# Wie kann ich meine eigenen/abonnierte Themen anzeigen?

## boospy

Hallo Leute, 

jetzt bin ich doch schon lange hier im Forum, aber ich habe noch keine Möglichkeit gefunden meine eigenen Themen, oder meine abonnierten Themen aufzulisten, das geht weder mit der Suche, noch finde ich einen Knopf hierfür, in den FAQs hab ich auch nichts gefunden. Bitte kann mir wer erklären wo man das findet. Oft gibt es alte Themen, wo ich dann ne Lösung finde, kann diese aber dann hier nie veröffentlichen weil ich den Beitrag dazu nicht mehr finden kann.

lg

boospy

----------

## Christian99

es kann durchaus sein, dass das gar nicht geht, weil die verwendete forensoftware heillos veraltet ist, es findet sich aber niemand, der das migrieren wollte (könnte?).

Was du machen kannst ist: auf dein profil gehen (nicht über den "Profil" link oben, da kommst du auf profil bearbeiten, sondern deinen namen unten irgendwo anklicken, wo er hinter beiträgen steht) und da gibts dann einen Link "Beiträge dieses Benutzers anzeigen" da findest du dann eine Übersicht über alle Beiträge, zwar nicht nach Threads sortiert sondern alle einzelnen Beiträge, aber was besseres kenn ich auch nicht.

----------

## schmidicom

 *Christian99 wrote:*   

> es kann durchaus sein, dass das gar nicht geht, weil die verwendete forensoftware heillos veraltet ist, es findet sich aber niemand, der das migrieren wollte (könnte?).

 

Wobei ich persönlich eher bezweifle das ein Update/Upgrade mit der Zeit einfacher wird.
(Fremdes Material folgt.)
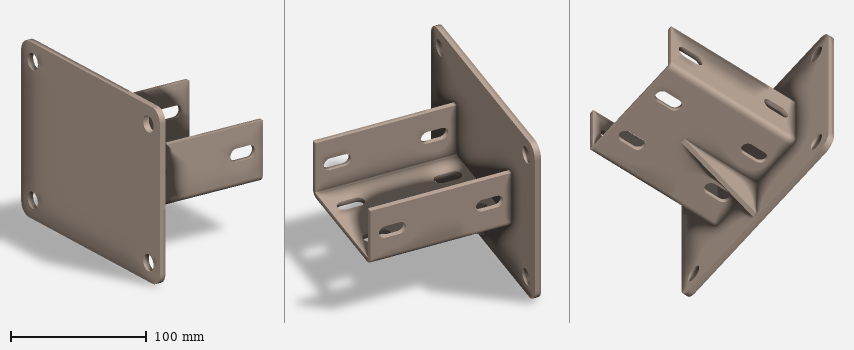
import cadquery as cq

plate_width = 180.0
plate_height = 140.0
plate_thickness = 5.0
plate_corner_radius = 10.0
plate_hole_diameter = 13.3
plate_hole_inset = 15.0

total_depth = 120.0
channel_width = 99.4
channel_height = 49.0
channel_bottom = -26.5
wall_thickness = 4.0
inner_bend_radius = 1.0
outer_bend_radius = inner_bend_radius + wall_thickness
channel_length = total_depth - plate_thickness

slot_length = 22.0
slot_width = 10.5
slot_end_distance = 18.0
floor_slot_spacing = 45.0
slot_positions = (plate_thickness + slot_end_distance, total_depth - slot_end_distance)

gusset_length = 66.8
gusset_drop = 38.5
gusset_thickness = wall_thickness


def make_plate():
    hole_span_x = plate_width - 2 * plate_hole_inset
    hole_span_z = plate_height - 2 * plate_hole_inset
    return (
        cq.Workplane("XZ")
        .rect(plate_width, plate_height)
        .extrude(-plate_thickness)
        .edges("|Y")
        .fillet(plate_corner_radius)
        .faces("<Y")
        .workplane(centerOption="CenterOfBoundBox")
        .rect(hole_span_x, hole_span_z, forConstruction=True)
        .vertices()
        .hole(plate_hole_diameter)
    )


def channel_block(width, bottom, bend_radius):
    """Block as long as the channel, with both lower edges rounded."""
    top = channel_bottom + channel_height
    return (
        cq.Workplane("XY")
        .box(width, channel_length, top - bottom, centered=(True, False, False))
        .translate((0, plate_thickness, bottom))
        .edges("|Y and <Z")
        .fillet(bend_radius)
    )


def make_channel():
    outside = channel_block(channel_width, channel_bottom, outer_bend_radius)
    inside = channel_block(
        channel_width - 2 * wall_thickness, channel_bottom + wall_thickness, inner_bend_radius
    )
    return outside.cut(inside)


def make_floor_slots():
    centers = [(side * floor_slot_spacing / 2, y) for side in (-1, 1) for y in slot_positions]
    return (
        cq.Workplane("XY", origin=(0, 0, channel_bottom))
        .pushPoints(centers)
        .slot2D(slot_length, slot_width, 90)
        .extrude(wall_thickness)
    )


def make_side_slots():
    """Slots level with the plate centre, passing through both side walls."""
    return (
        cq.Workplane("YZ")
        .pushPoints([(y, 0) for y in slot_positions])
        .slot2D(slot_length, slot_width)
        .extrude(channel_width / 2, both=True)
    )


def make_gusset():
    return (
        cq.Workplane("YZ")
        .moveTo(plate_thickness, channel_bottom)
        .lineTo(plate_thickness + gusset_length, channel_bottom)
        .lineTo(plate_thickness, channel_bottom - gusset_drop)
        .close()
        .extrude(gusset_thickness / 2, both=True)
    )


channel = make_channel().cut(make_floor_slots()).cut(make_side_slots())
result = make_plate().union(channel).union(make_gusset())

Im Gegenteil, irgendwann könnte die Software so veraltet sein das der weitere Betrieb allein schon mehr Aufwand mit sich zieht als es ein Update/Upgrade je getan hätte. Und im hinblick auf die Sicherheit ist es vermutlich auch nicht sonderlich ratsam so weiter zu machen wie bisher.Last edited by schmidicom on Fri Oct 31, 2014 1:02 pm; edited 1 time in total

----------

## Christian99

naja, aber wenns keiner macht, hilft das alles was du sagst nix...

----------

## boospy

Hallo Leute,

danke für die Antwort, das mit der Suchfunktion hab probiert, ist zwar nicht Astrein, aber geht. Das es mit dem Forum hier so schlecht steht wusste ich gar nicht. Sehr schade. Vor allem wenn man dann auf einem Punkt sein sollte wo man die Daten nicht mehr migrieren kann... das wäre dann echt nicht gut.

Die Mailbenachrichtigung funktioniert leider auch immer seltener. 

lg

boospy

----------

## cryptosteve

 *Christian99 wrote:*   

> naja, aber wenns keiner macht, hilft das alles was du sagst nix...

 

diese Diskussion ist sooooooooooooooooo alt.

----------